** The problem **
Give only the number of lines in the records that contain the word "changed".

--*--

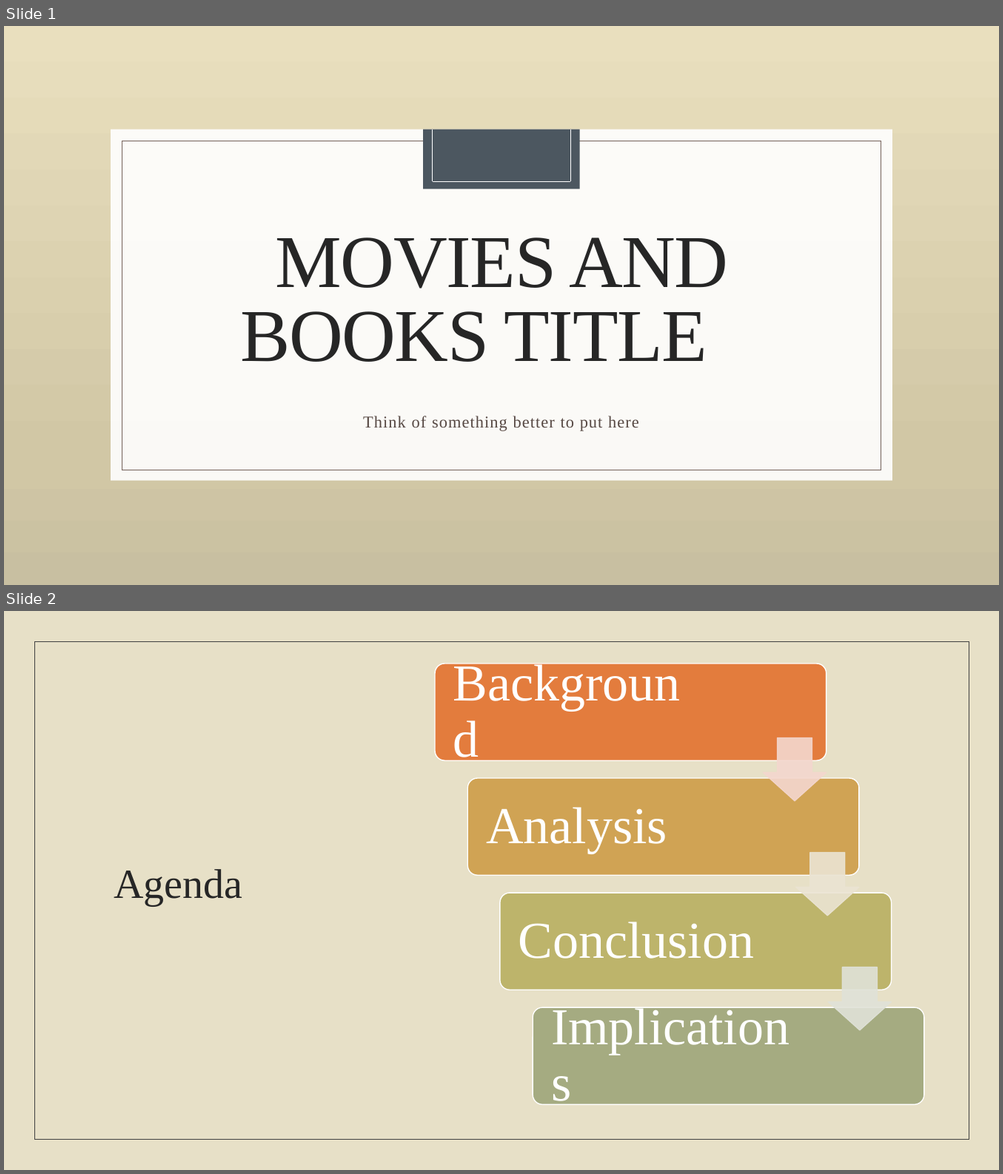
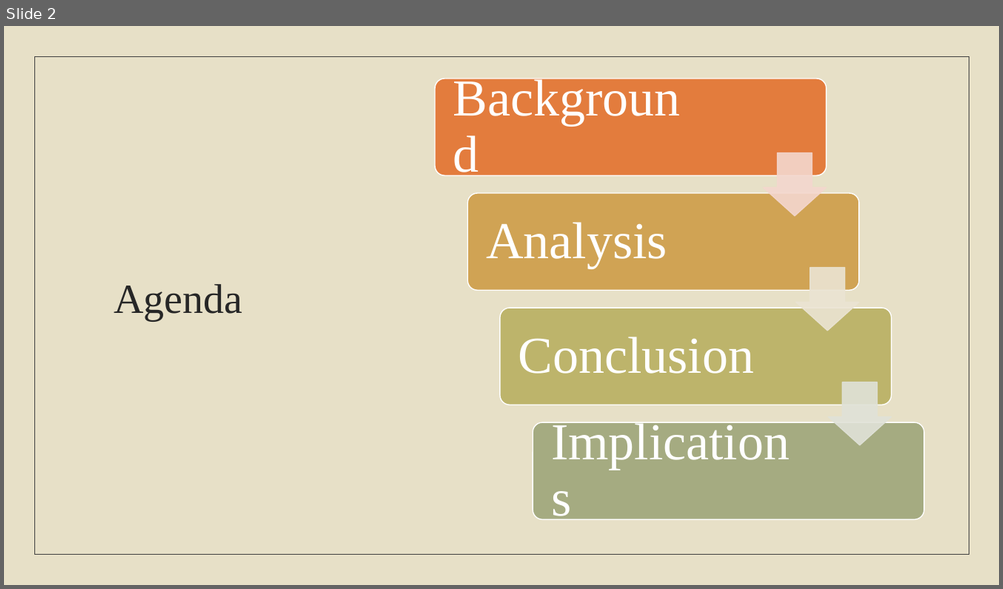
Before and after one commit to laurenemilyto/film_adapatation_success, a slide deck: Steg_pres.pptx. Shown one above the other, each under a label of ours: slides 1 and 2 before the commit, slide 2 after it. The pictures are 1003x1174 and 1003x589 pixels, drawn with LibreOffice and Linux fonts; fonts in the diff are those of the drawing; background and template pictures are left out. Boxes give left, top, right and bottom in pixels: in the first picture for what was removed or moved away, otherwise in the second. Text is boxed around its words. In the diff, an @@ line names an element or a change of style, - is before the commit and + after.

```diff
--- a/Steg_pres.pptx
+++ b/Steg_pres.pptx
@@ slide 1 removed at <box>4,26,999,585</box>, background picture (left out) @@
@@ rectangle removed at <box>4,26,999,585</box> @@
@@ rectangle removed at <box>111,130,892,481</box> @@
@@ rectangle removed at <box>111,130,892,481</box> @@
@@ rectangle removed at <box>424,130,580,190</box> @@
@@ line removed from (432, 130) to (432, 182) @@
@@ line removed from (432, 130) to (432, 182) @@
@@ line removed from (570, 130) to (570, 182) @@
@@ line removed from (570, 130) to (570, 182) @@
@@ rectangle removed at <box>122,141,881,470</box> @@
@@ rectangle removed at <box>122,141,881,470</box> @@
@@ line removed from (432, 182) to (570, 182) @@
@@ title removed at <box>240,238,728,362</box> @@
-MOVIES AND BOOKS TITLE
@@ subtitle removed at <box>363,416,639,432</box> @@
-Think of something better to put here
```
Also in this commit, not shown: 1 slide changed, 2 slides added.
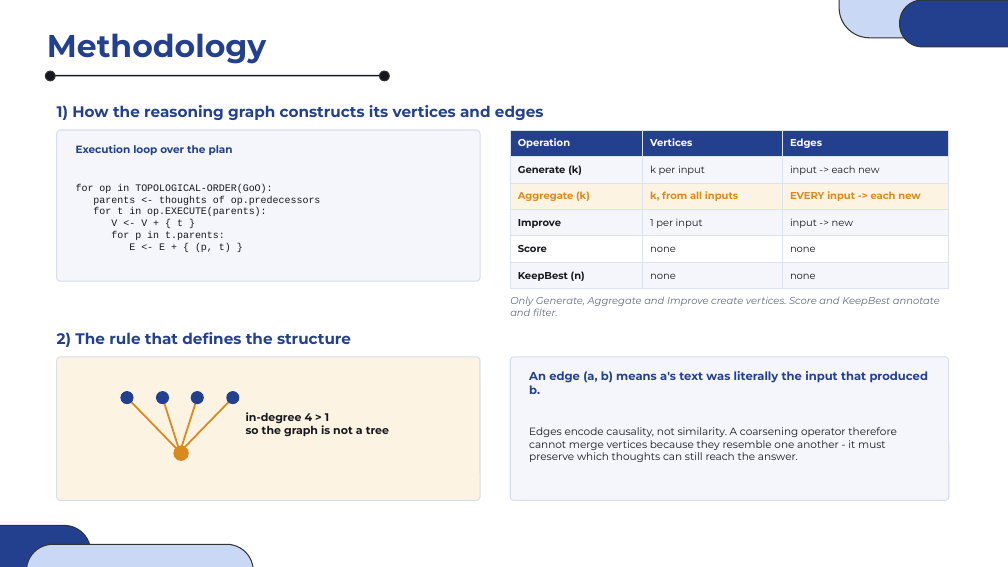
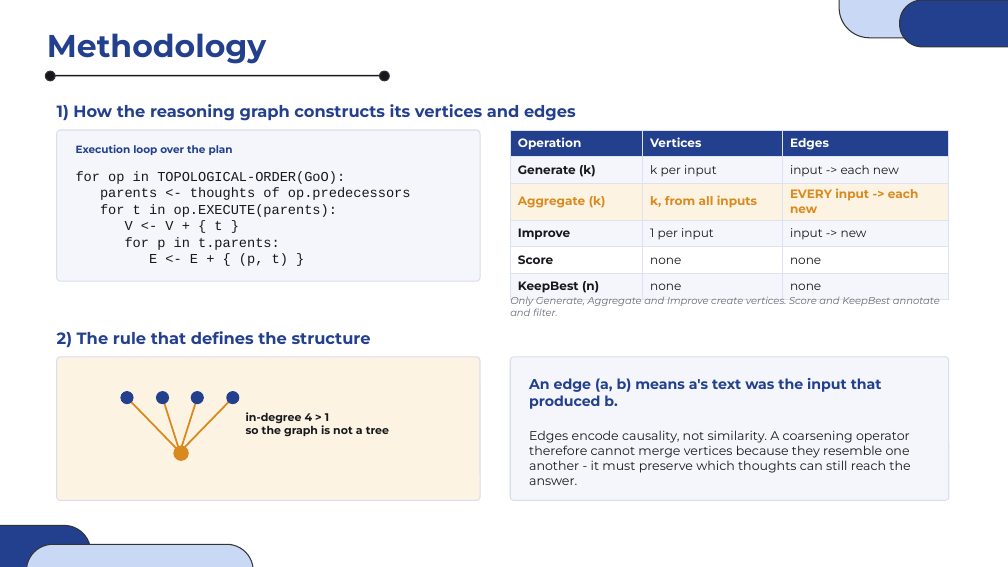
Before and after one commit to TREX4096/Graph_of_Thought, a slide deck: slide 8 of docs/Graph_of_Thoughts_BTP_v4.pptx. Drawn at 1008x567 pixels with LibreOffice and Linux fonts; fonts in the diff are those of the drawing. Boxes give left, top, right and bottom in pixels: in the first picture for what was removed or moved away, otherwise in the second. Text is boxed around its words. In the diff, an @@ line names an element or a change of style, - is before the commit and + after.

```diff
--- a/docs/Graph_of_Thoughts_BTP_v4.pptx
+++ b/docs/Graph_of_Thoughts_BTP_v4.pptx
@@ text "1) How the reasoning graph ..." at [57, 104, 576, 121]: size 14.5 to 15.5 pt @@
@@ table at [510, 130, 949, 297] @@
@@ size 9.5 to 11.5 pt @@
@@ text "for op in TOPOLOGICAL-ORDER(GoO):" at [76, 171, 411, 266]: size 9.5 to 13 pt @@
@@ text "2) The rule that defines ..." at [57, 331, 371, 347]: size 14.5 to 15.5 pt @@
@@ text at [529, 378, 882, 409]: text changed; size 11 to 13.5 pt @@
-An edge (a, b) means a's text was literally the input that produced b.
+An edge (a, b) means a's text was the input that produced b.
@@ text "Edges encode causality, not similarity. ..." at [529, 430, 910, 485]: size 10 to 12 pt @@
```
Also in this commit, not shown: 15 other slides changed, 1 other file.

--*--

** Written answer **
3